Do the rules make sense? The rules don't have to make sense, they're axioms. They're assumed to be true whether they make sense or not. We are not discussing the axioms. We are discussing interpretations of probability. In my opinion a good interpretation of probability must provide a context in which these axioms (kind of) make sense. And that's one of the problems I have with the interpretation of probability as a degrees of belief, the rules don't make sense in the provided context, at least to me, because I don't know how to make sense of arithmetic operations involving degrees of belief. (But that doesn't mean that I think the rules themselves don't make sense.)
Finally, even if you think that the human mind doesn't work in the way degrees of belief are hypothesised to work, you may still find the concept useful as a means of giving an interpretation to probability. Personally, I don't think that the mind works like that, nor that they're useful as an interpretation of probability. This is basically my position.

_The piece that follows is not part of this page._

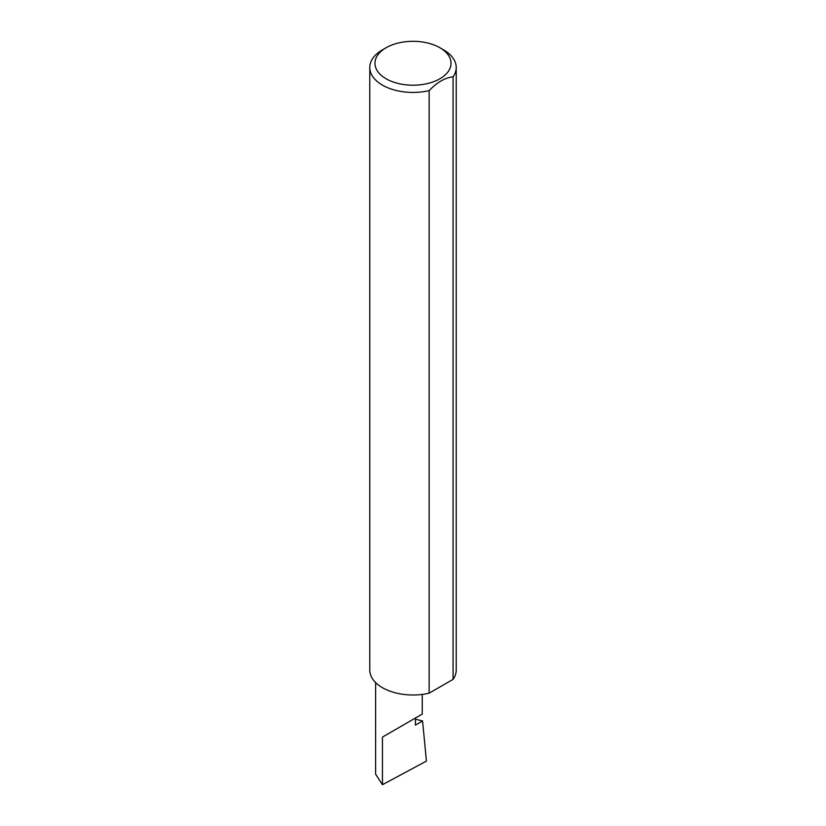 <?xml version="1.0" encoding="UTF-8"?>
<svg xmlns="http://www.w3.org/2000/svg" width="826" height="826" viewBox="0 0 826 826"><rect width="100%" height="100%" fill="white"/><g stroke="black" fill="none" stroke-linecap="round" stroke-linejoin="round"><path stroke-width="1.24" d="M415.416 719.198L422.561 720.974L415.416 725.104L415.416 718.042L422.251 714.108L422.251 694.418M415.416 718.042C420.909 714.882 427.393 711.134 415.416 718.042L382.448 737.081L415.416 718.042M386.114 78.78A38.027 21.951 0 0 0 439.886 78.78A38.027 21.951 0 0 0 439.886 47.732L443.552 49.849A43.21 24.945 180 0 1 456.21 67.484A43.21 24.945 180 0 1 453.082 76.797C445.111 77.696 437.13 82.301 429.138 90.623A43.21 24.945 180 0 1 382.448 85.13A43.21 24.945 180 0 1 369.79 67.484A43.21 24.945 180 0 1 382.448 49.849L386.114 47.732A38.027 21.951 0 0 0 386.114 78.78M429.138 90.623L429.138 693.19A43.21 24.945 180 0 1 382.448 687.697A43.21 24.945 180 0 1 369.79 670.051L369.79 67.484M422.561 720.974L426.423 761.087L382.448 784.7L375.623 774.199L375.623 682.565M382.448 784.7L382.448 737.081M453.082 76.797L453.082 679.364A43.21 24.945 180 0 0 456.21 670.051L456.21 67.484M429.138 693.19L453.082 679.364M443.552 49.849L439.886 47.732A38.027 21.951 0 0 0 386.114 47.732"/></g></svg>

Fine. I was trying to answer your question "what do people mean when they say they're 33% sure that tomorrow it will rain". They mean that they find twice as plausible that it will not rain. It's just that you don't understand it as they do.
Anyway, I think you're getting the direction of the argument wrong. It's not that you have probabilities and force an interpretation of them as degrees of belief.
You start with real numbers representing degrees of belief (with an ordinal meaning only, a larger number means more plausible) and some "common sense" properties they should have to be "rational":
- having identical information should result in the same degree of belief
- the degree of belief in "not A" should be a function of the degree of belief in A
- the degree of belief in "A and B" should be a function of the degree of belief in "A given B" and the degree of belief in B
The rules of probability _are_the_consequence_ (once the value of certainty is fixed to 1)
p(A) + p(not A) = 1
p(A and/or B) = p(A) + p(B) - p(A and B)
p(A and B) = p(A|B)p(B) = p(A)p(B|A)
and the use of probabilities to represent degrees of belief is not something you come up with. It is derived from the assumptions above (which don't involve probability at all).
In pages 5-9 he derives the rules of probability as a "reasonable expectations" extension to symbolic logic.
Of course you're right that this is a description of how rational thought should be and not necessarily a description of how people think. Actual beliefs can be inconsistent in the same way that one can believe things that go against the laws of logic.
It's always fun to discuss the foundations of probability. Thanks.